The study site used in the present study was limited to a single site. Further systematic studies will be needed to cover various types of land surfaces.
Having cross-calibrated data from two sensors, which are radiometrically consistent with each other, might be a prerequisite for improving accuracy in the synergistic application of data from multiple sensors. It is hoped that the results of the present study will help to improve accuracy in application research using combined MODIS and ASTER data, such as biomass estimation [
60], investigation of the structure and ecological functioning of urban systems [
61], 3-D cloud radiative interaction research [
62], and inter-comparison of reflectance and vegetation indices for use in synergistic applications [
63,
64].
7. Conclusions
The cross-calibration results indicated that ASTER bands 1 and 2 are on averages 3.9% and 3.4% greater than MODIS bands 4 and 1 and ASTER band 3N (nadir) is 0.6% smaller than MODIS band 2. %RMSEs between radiances of two sensors were 3.7, 4.2, and 2.3 for bands 1, 2, and 3N, respectively, which are slightly greater or smaller than the 4% requirement of ASTER radiometric calibration. Numerous points in the calibration results (relative errors between spatially aggregated ASTER and spectrally adjusted MODIS radiances) fell within the estimated range of uncertainty (4.8 to 5.2%), but some points exceeded the range of the estimated uncertainty due likely to underestimation of uncertainties and/or unaccounted errors. The uncertainties in the cross-calibration were induced mainly by the calibration uncertainties of ASTER radiances and MODIS reflectances, as well as errors of the exo-atmospheric solar irradiance model used to derive radiances. The RCCs based on the cross-calibration results were derived in order to improve ASTER radiometric calibration.

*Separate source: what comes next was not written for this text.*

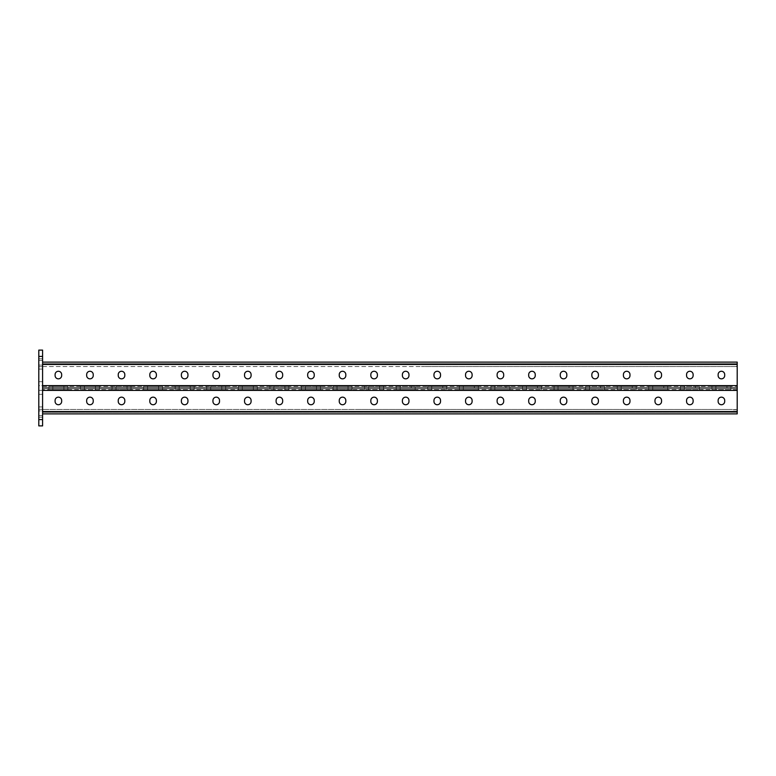 <?xml version="1.0" encoding="UTF-8"?>
<svg xmlns="http://www.w3.org/2000/svg" width="776" height="776" viewBox="0 0 776 776"><rect width="100%" height="100%" fill="white"/><g stroke="black" fill="none" stroke-linecap="round" stroke-linejoin="round"><path stroke-width="0.58" stroke-dasharray="3.88 2.91" d="M38.8 417.207L42.593 417.207L42.593 409.311L42.593 417.207L38.8 417.207L38.8 409.311L38.8 417.207M38.8 366.689L42.593 366.689L42.593 358.793L42.593 366.689L38.8 366.689L38.8 358.793L38.8 366.689M42.593 419.574L42.593 350.112L38.8 350.112L38.8 369.056L38.8 356.426L42.593 356.426L38.8 356.426L38.8 425.888L42.593 425.888L42.593 415.626L42.593 419.574L38.8 419.574L42.593 419.574M38.8 385.633L38.8 394.315L38.8 381.685L38.8 394.315L38.8 381.685L38.8 385.633L42.593 385.633L42.593 394.315L42.593 364.477L42.593 366.534L421.465 366.534L42.593 366.534L43.378 366.204L42.593 366.534L42.593 363.692L737.2 363.692L737.2 366.534L421.465 366.534L737.2 366.534L736.414 366.204L737.2 366.534L737.2 363.692L42.593 363.692L737.2 363.692L737.2 386.419L737.2 363.692L42.593 363.692L42.593 366.534L42.593 362.111L42.593 388L42.593 385.633L38.8 385.633M38.8 410.892L38.8 415.626L38.8 406.944L38.8 410.892L42.593 410.892L42.593 415.626L42.593 406.944L42.593 410.892L38.8 410.892M38.8 358.793L42.593 358.793L38.8 358.793M38.8 409.311L42.593 409.311L38.8 409.311M42.593 390.367L42.593 413.889L42.593 390.367L38.8 390.367L42.593 390.367L38.8 390.367L42.593 390.367L42.593 388L42.593 390.367L737.2 390.367L737.2 388L42.593 388L737.2 388L737.2 362.111L42.593 362.111L737.2 362.111L737.2 364.477L42.593 364.477M63.904 386.419L67.852 386.419L63.904 386.419L63.904 388L67.852 388L48.907 388L63.904 388L63.904 386.419L48.907 386.419L63.904 386.419M95.477 386.419L99.425 386.419L95.477 386.419L95.477 388L99.425 388L80.481 388L95.477 388L95.477 386.419L80.481 386.419L95.477 386.419M348.055 386.419L352.003 386.419L348.055 386.419L348.055 388L352.003 388L333.059 388L348.055 388L348.055 386.419L333.059 386.419L348.055 386.419M379.629 386.419L383.577 386.419L379.629 386.419L379.629 388L383.577 388L364.633 388L379.629 388L379.629 386.419L364.633 386.419L379.629 386.419M316.482 386.419L320.43 386.419L316.482 386.419L316.482 388L320.43 388L301.486 388L316.482 388L316.482 386.419L301.486 386.419L316.482 386.419M284.918 386.419L288.856 386.419L284.918 386.419L284.918 388L288.856 388L269.912 388L284.918 388L284.918 386.419L269.912 386.419L284.918 386.419M253.345 386.419L257.283 386.419L253.345 386.419L253.345 388L257.283 388L238.339 388L253.345 388L253.345 386.419L238.339 386.419L253.345 386.419M221.771 386.419L225.709 386.419L221.771 386.419L221.771 388L225.709 388L206.765 388L221.771 388L221.771 386.419L206.765 386.419L221.771 386.419M190.198 386.419L194.136 386.419L190.198 386.419L190.198 388L194.136 388L175.192 388L190.198 388L190.198 386.419L175.192 386.419L190.198 386.419M158.624 386.419L162.562 386.419L158.624 386.419L158.624 388L162.562 388L143.628 388L158.624 388L158.624 386.419L143.628 386.419L158.624 386.419M127.051 386.419L130.999 386.419L127.051 386.419L127.051 388L130.999 388L112.054 388L127.051 388L127.051 386.419L112.054 386.419L127.051 386.419M42.593 386.419L737.2 386.419L42.593 386.419L42.593 363.692L42.593 386.419M715.889 386.419L711.941 386.419L715.889 386.419L715.889 388L711.941 388L730.885 388L715.889 388L726.937 388L715.889 388L715.889 386.419L730.885 386.419L715.889 386.419M684.316 386.419L680.368 386.419L684.316 386.419L684.316 388L680.368 388L699.312 388L684.316 388L695.364 388L684.316 388L684.316 386.419L699.312 386.419L684.316 386.419M431.728 386.419L427.78 386.419L431.728 386.419L431.728 388L427.78 388L446.724 388L431.728 388L442.776 388L431.728 388L431.728 386.419L446.724 386.419L431.728 386.419M400.154 386.419L396.206 386.419L400.154 386.419L400.154 388L396.206 388L415.15 388L400.154 388L411.202 388L400.154 388L400.154 386.419L415.15 386.419L400.154 386.419M463.301 386.419L459.353 386.419L463.301 386.419L463.301 388L459.353 388L478.297 388L463.301 388L474.349 388L463.301 388L463.301 386.419L478.297 386.419L463.301 386.419M494.875 386.419L490.927 386.419L494.875 386.419L494.875 388L490.927 388L509.871 388L494.875 388L505.923 388L494.875 388L494.875 386.419L509.871 386.419L494.875 386.419M526.448 386.419L522.5 386.419L526.448 386.419L526.448 388L522.5 388L541.444 388L526.448 388L537.496 388L526.448 388L526.448 386.419L541.444 386.419L526.448 386.419M558.022 386.419L554.074 386.419L558.022 386.419L558.022 388L554.074 388L573.018 388L558.022 388L569.07 388L558.022 388L558.022 386.419L573.018 386.419L558.022 386.419M589.595 386.419L585.647 386.419L589.595 386.419L589.595 388L585.647 388L604.591 388L589.595 388L600.643 388L589.595 388L589.595 386.419L604.591 386.419L589.595 386.419M621.169 386.419L617.221 386.419L621.169 386.419L621.169 388L617.221 388L636.165 388L621.169 388L632.217 388L621.169 388L621.169 386.419L636.165 386.419L621.169 386.419M652.742 386.419L648.794 386.419L652.742 386.419L652.742 388L648.794 388L667.738 388L652.742 388L663.79 388L652.742 388L652.742 386.419L667.738 386.419L652.742 386.419M370.821 374.546L370.821 375.565L370.821 374.546A3.288 3.288 0 0 1 374.11 371.267A3.288 3.288 0 0 1 377.388 374.546L377.388 375.565L377.388 374.546A3.288 3.288 0 0 0 374.11 371.267A3.288 3.288 0 0 0 370.821 374.546L370.821 375.565A3.288 3.288 0 0 0 374.11 378.843A3.288 3.288 0 0 0 377.388 375.565A3.288 3.288 0 0 1 374.11 378.843A3.288 3.288 0 0 1 370.821 375.565M339.248 374.546L339.248 375.565L339.248 374.546A3.288 3.288 0 0 1 342.536 371.267A3.288 3.288 0 0 1 345.815 374.546L345.815 375.565L345.815 374.546A3.288 3.288 0 0 0 342.536 371.267A3.288 3.288 0 0 0 339.248 374.546L339.248 375.565A3.288 3.288 0 0 0 342.536 378.843A3.288 3.288 0 0 0 345.815 375.565A3.288 3.288 0 0 1 342.536 378.843A3.288 3.288 0 0 1 339.248 375.565M307.674 374.546L307.674 375.565L307.674 374.546A3.288 3.288 0 0 1 310.963 371.267A3.288 3.288 0 0 1 314.241 374.546L314.241 375.565L314.241 374.546A3.288 3.288 0 0 0 310.963 371.267A3.288 3.288 0 0 0 307.674 374.546L307.674 375.565A3.288 3.288 0 0 0 310.963 378.843A3.288 3.288 0 0 0 314.241 375.565A3.288 3.288 0 0 1 310.963 378.843A3.288 3.288 0 0 1 307.674 375.565M276.101 374.546L276.101 375.565L276.101 374.546A3.288 3.288 0 0 1 279.389 371.267A3.288 3.288 0 0 1 282.668 374.546L282.668 375.565L282.668 374.546A3.288 3.288 0 0 0 279.389 371.267A3.288 3.288 0 0 0 276.101 374.546L276.101 375.565A3.288 3.288 0 0 0 279.389 378.843A3.288 3.288 0 0 0 282.668 375.565A3.288 3.288 0 0 1 279.389 378.843A3.288 3.288 0 0 1 276.101 375.565M244.527 374.546L244.527 375.565L244.527 374.546A3.288 3.288 0 0 1 247.816 371.267A3.288 3.288 0 0 1 251.094 374.546L251.094 375.565L251.094 374.546A3.288 3.288 0 0 0 247.816 371.267A3.288 3.288 0 0 0 244.527 374.546L244.527 375.565A3.288 3.288 0 0 0 247.816 378.843A3.288 3.288 0 0 0 251.094 375.565A3.288 3.288 0 0 1 247.816 378.843A3.288 3.288 0 0 1 244.527 375.565M212.954 374.546L212.954 375.565L212.954 374.546A3.288 3.288 0 0 1 216.242 371.267A3.288 3.288 0 0 1 219.521 374.546L219.521 375.565L219.521 374.546A3.288 3.288 0 0 0 216.242 371.267A3.288 3.288 0 0 0 212.954 374.546L212.954 375.565A3.288 3.288 0 0 0 216.242 378.843A3.288 3.288 0 0 0 219.521 375.565A3.288 3.288 0 0 1 216.242 378.843A3.288 3.288 0 0 1 212.954 375.565M181.38 374.546L181.38 375.565L181.38 374.546A3.288 3.288 0 0 1 184.669 371.267A3.288 3.288 0 0 1 187.947 374.546L187.947 375.565L187.947 374.546A3.288 3.288 0 0 0 184.669 371.267A3.288 3.288 0 0 0 181.38 374.546L181.38 375.565A3.288 3.288 0 0 0 184.669 378.843A3.288 3.288 0 0 0 187.947 375.565A3.288 3.288 0 0 1 184.669 378.843A3.288 3.288 0 0 1 181.38 375.565M149.807 374.546L149.807 375.565L149.807 374.546A3.288 3.288 0 0 1 153.095 371.267A3.288 3.288 0 0 1 156.383 374.546L156.383 375.565L156.383 374.546A3.288 3.288 0 0 0 153.095 371.267A3.288 3.288 0 0 0 149.807 374.546L149.807 375.565A3.288 3.288 0 0 0 153.095 378.843A3.288 3.288 0 0 0 156.383 375.565A3.288 3.288 0 0 1 153.095 378.843A3.288 3.288 0 0 1 149.807 375.565M118.243 375.565A3.288 3.288 0 0 0 121.522 378.843A3.288 3.288 0 0 0 124.81 375.565L124.81 374.546A3.288 3.288 0 0 0 121.522 371.267A3.288 3.288 0 0 0 118.243 374.546L118.243 375.565L118.243 374.546A3.288 3.288 0 0 1 121.522 371.267A3.288 3.288 0 0 1 124.81 374.546L124.81 375.565A3.288 3.288 0 0 1 121.522 378.843A3.288 3.288 0 0 1 118.243 375.565A3.288 3.288 0 0 0 121.522 378.843A3.288 3.288 0 0 0 124.81 375.565L124.81 374.546A3.288 3.288 0 0 0 121.522 371.267A3.288 3.288 0 0 0 118.243 374.546L118.243 375.565M86.669 374.546L86.669 375.565L86.669 374.546A3.288 3.288 0 0 1 89.948 371.267A3.288 3.288 0 0 1 93.236 374.546L93.236 375.565L93.236 374.546A3.288 3.288 0 0 0 89.948 371.267A3.288 3.288 0 0 0 86.669 374.546L86.669 375.565A3.288 3.288 0 0 0 89.948 378.843A3.288 3.288 0 0 0 93.236 375.565A3.288 3.288 0 0 1 89.948 378.843A3.288 3.288 0 0 1 86.669 375.565M55.096 374.546L55.096 375.565L55.096 374.546A3.288 3.288 0 0 1 58.375 371.267A3.288 3.288 0 0 1 61.663 374.546L61.663 375.565L61.663 374.546A3.288 3.288 0 0 0 58.375 371.267A3.288 3.288 0 0 0 55.096 374.546L55.096 375.565A3.288 3.288 0 0 0 58.375 378.843A3.288 3.288 0 0 0 61.663 375.565A3.288 3.288 0 0 1 58.375 378.843A3.288 3.288 0 0 1 55.096 375.565M402.395 375.565L402.395 374.546L402.395 375.565A3.288 3.288 0 0 0 405.683 378.843A3.288 3.288 0 0 0 408.962 375.565L408.962 374.546L408.962 375.565A3.288 3.288 0 0 1 405.683 378.843A3.288 3.288 0 0 1 402.395 375.565L402.395 374.546A3.288 3.288 0 0 1 405.683 371.267A3.288 3.288 0 0 1 408.962 374.546A3.288 3.288 0 0 0 405.683 371.267A3.288 3.288 0 0 0 402.395 374.546M433.968 375.565L433.968 374.546L433.968 375.565A3.288 3.288 0 0 0 437.257 378.843A3.288 3.288 0 0 0 440.535 375.565L440.535 374.546L440.535 375.565A3.288 3.288 0 0 1 437.257 378.843A3.288 3.288 0 0 1 433.968 375.565L433.968 374.546A3.288 3.288 0 0 1 437.257 371.267A3.288 3.288 0 0 1 440.535 374.546A3.288 3.288 0 0 0 437.257 371.267A3.288 3.288 0 0 0 433.968 374.546M465.542 375.565L465.542 374.546L465.542 375.565A3.288 3.288 0 0 0 468.83 378.843A3.288 3.288 0 0 0 472.109 375.565L472.109 374.546L472.109 375.565A3.288 3.288 0 0 1 468.83 378.843A3.288 3.288 0 0 1 465.542 375.565L465.542 374.546A3.288 3.288 0 0 1 468.83 371.267A3.288 3.288 0 0 1 472.109 374.546A3.288 3.288 0 0 0 468.83 371.267A3.288 3.288 0 0 0 465.542 374.546M497.115 375.565L497.115 374.546L497.115 375.565A3.288 3.288 0 0 0 500.404 378.843A3.288 3.288 0 0 0 503.682 375.565L503.682 374.546L503.682 375.565A3.288 3.288 0 0 1 500.404 378.843A3.288 3.288 0 0 1 497.115 375.565L497.115 374.546A3.288 3.288 0 0 1 500.404 371.267A3.288 3.288 0 0 1 503.682 374.546A3.288 3.288 0 0 0 500.404 371.267A3.288 3.288 0 0 0 497.115 374.546M528.689 375.565L528.689 374.546L528.689 375.565A3.288 3.288 0 0 0 531.977 378.843A3.288 3.288 0 0 0 535.256 375.565L535.256 374.546L535.256 375.565A3.288 3.288 0 0 1 531.977 378.843A3.288 3.288 0 0 1 528.689 375.565L528.689 374.546A3.288 3.288 0 0 1 531.977 371.267A3.288 3.288 0 0 1 535.256 374.546A3.288 3.288 0 0 0 531.977 371.267A3.288 3.288 0 0 0 528.689 374.546M560.262 375.565L560.262 374.546L560.262 375.565A3.288 3.288 0 0 0 563.551 378.843A3.288 3.288 0 0 0 566.829 375.565L566.829 374.546L566.829 375.565A3.288 3.288 0 0 1 563.551 378.843A3.288 3.288 0 0 1 560.262 375.565L560.262 374.546A3.288 3.288 0 0 1 563.551 371.267A3.288 3.288 0 0 1 566.829 374.546A3.288 3.288 0 0 0 563.551 371.267A3.288 3.288 0 0 0 560.262 374.546M591.836 375.565L591.836 374.546L591.836 375.565A3.288 3.288 0 0 0 595.124 378.843A3.288 3.288 0 0 0 598.403 375.565L598.403 374.546L598.403 375.565A3.288 3.288 0 0 1 595.124 378.843A3.288 3.288 0 0 1 591.836 375.565L591.836 374.546A3.288 3.288 0 0 1 595.124 371.267A3.288 3.288 0 0 1 598.403 374.546A3.288 3.288 0 0 0 595.124 371.267A3.288 3.288 0 0 0 591.836 374.546M623.409 375.565L623.409 374.546L623.409 375.565A3.288 3.288 0 0 0 626.698 378.843A3.288 3.288 0 0 0 629.976 375.565L629.976 374.546L629.976 375.565A3.288 3.288 0 0 1 626.698 378.843A3.288 3.288 0 0 1 623.409 375.565L623.409 374.546A3.288 3.288 0 0 1 626.698 371.267A3.288 3.288 0 0 1 629.976 374.546A3.288 3.288 0 0 0 626.698 371.267A3.288 3.288 0 0 0 623.409 374.546M654.983 375.565L654.983 374.546L654.983 375.565A3.288 3.288 0 0 0 658.271 378.843A3.288 3.288 0 0 0 661.55 375.565L661.55 374.546L661.55 375.565A3.288 3.288 0 0 1 658.271 378.843A3.288 3.288 0 0 1 654.983 375.565L654.983 374.546A3.288 3.288 0 0 1 658.271 371.267A3.288 3.288 0 0 1 661.55 374.546A3.288 3.288 0 0 0 658.271 371.267A3.288 3.288 0 0 0 654.983 374.546M686.556 375.565L686.556 374.546L686.556 375.565A3.288 3.288 0 0 0 689.845 378.843A3.288 3.288 0 0 0 693.123 375.565L693.123 374.546L693.123 375.565A3.288 3.288 0 0 1 689.845 378.843A3.288 3.288 0 0 1 686.556 375.565L686.556 374.546A3.288 3.288 0 0 1 689.845 371.267A3.288 3.288 0 0 1 693.123 374.546A3.288 3.288 0 0 0 689.845 371.267A3.288 3.288 0 0 0 686.556 374.546M718.13 375.565L718.13 374.546L718.13 375.565A3.288 3.288 0 0 0 721.418 378.843A3.288 3.288 0 0 0 724.697 375.565L724.697 374.546L724.697 375.565A3.288 3.288 0 0 1 721.418 378.843A3.288 3.288 0 0 1 718.13 375.565L718.13 374.546A3.288 3.288 0 0 1 721.418 371.267A3.288 3.288 0 0 1 724.697 374.546A3.288 3.288 0 0 0 721.418 371.267A3.288 3.288 0 0 0 718.13 374.546M377.388 375.565L377.388 374.546M345.815 375.565L345.815 374.546M314.241 375.565L314.241 374.546M282.668 375.565L282.668 374.546M251.094 375.565L251.094 374.546M219.521 375.565L219.521 374.546M187.947 375.565L187.947 374.546M156.383 375.565L156.383 374.546M93.236 375.565L93.236 374.546M61.663 375.565L61.663 374.546M408.962 374.546L408.962 375.565M440.535 374.546L440.535 375.565M472.109 374.546L472.109 375.565M503.682 374.546L503.682 375.565M535.256 374.546L535.256 375.565M566.829 374.546L566.829 375.565M598.403 374.546L598.403 375.565M629.976 374.546L629.976 375.565M661.55 374.546L661.55 375.565M693.123 374.546L693.123 375.565M724.697 374.546L724.697 375.565M737.2 364.477L737.2 362.111L42.593 362.111M732.466 409.466L358.318 409.466L732.466 409.466M734.048 409.466L733.252 409.796L734.833 409.796L734.048 409.466M735.619 409.466L734.833 409.796L736.414 409.796L735.619 409.466M737.2 409.466L736.414 409.796L737.2 409.466L736.414 409.796L737.2 409.466L737.2 412.308L42.593 412.308L42.593 409.466L358.318 409.466L42.593 409.466L43.378 409.796L42.593 409.466L42.593 412.308L737.2 412.308L42.593 412.308L42.593 389.581L42.593 412.308L737.2 412.308L737.2 409.466L737.2 413.889L737.2 409.466M42.593 413.889L737.2 413.889L42.593 413.889L42.593 409.466L42.593 413.889L737.2 413.889L737.2 390.367M715.889 389.581L711.941 389.581L715.889 389.581L715.889 388L715.889 389.581L730.885 389.581L715.889 389.581M684.316 389.581L680.368 389.581L684.316 389.581L684.316 388L684.316 389.581L699.312 389.581L684.316 389.581M431.728 389.581L427.78 389.581L431.728 389.581L431.728 388L431.728 389.581L446.724 389.581L431.728 389.581M400.154 389.581L396.206 389.581L400.154 389.581L400.154 388L400.154 389.581L415.15 389.581L400.154 389.581M463.301 389.581L459.353 389.581L463.301 389.581L463.301 388L463.301 389.581L478.297 389.581L463.301 389.581M494.875 389.581L490.927 389.581L494.875 389.581L494.875 388L494.875 389.581L509.871 389.581L494.875 389.581M526.448 389.581L522.5 389.581L526.448 389.581L526.448 388L526.448 389.581L541.444 389.581L526.448 389.581M558.022 389.581L554.074 389.581L558.022 389.581L558.022 388L558.022 389.581L573.018 389.581L558.022 389.581M589.595 389.581L585.647 389.581L589.595 389.581L589.595 388L589.595 389.581L604.591 389.581L589.595 389.581M621.169 389.581L617.221 389.581L621.169 389.581L621.169 388L621.169 389.581L636.165 389.581L621.169 389.581M652.742 389.581L648.794 389.581L652.742 389.581L652.742 388L652.742 389.581L667.738 389.581L652.742 389.581M737.2 389.581L42.593 389.581L737.2 389.581L737.2 412.308L737.2 389.581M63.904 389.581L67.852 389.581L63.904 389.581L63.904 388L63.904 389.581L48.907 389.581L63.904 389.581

In addition, the uncertainty in the RCCs (2.8 to 3.3%) was identified to be within the 4% radiometric accuracy requirement of ASTER. Therefore, using these RCCs might be acceptable for ASTER radiometric calibration.
The use of the derived RCCs based on the improved cross-calibration algorithm can reduce errors of radiometric calibration of ASTER for bands 1 and 2, calibrated by combined vicarious calibration and cross-calibration. This can be achieved by replacing the set of cross-calibration-based RCCs for the current radiometric DB with the RCCs obtained in the present study in order to derive the RCC curves. The derived RCC for band 3N ensures good agreement with the current RCC functions, which are calibrated primarily by onboard calibration. The improved radiometric consistency, i.e., interoperability between ASTER and MODIS will improve analysis accuracy for synergistic applications using these two sensors.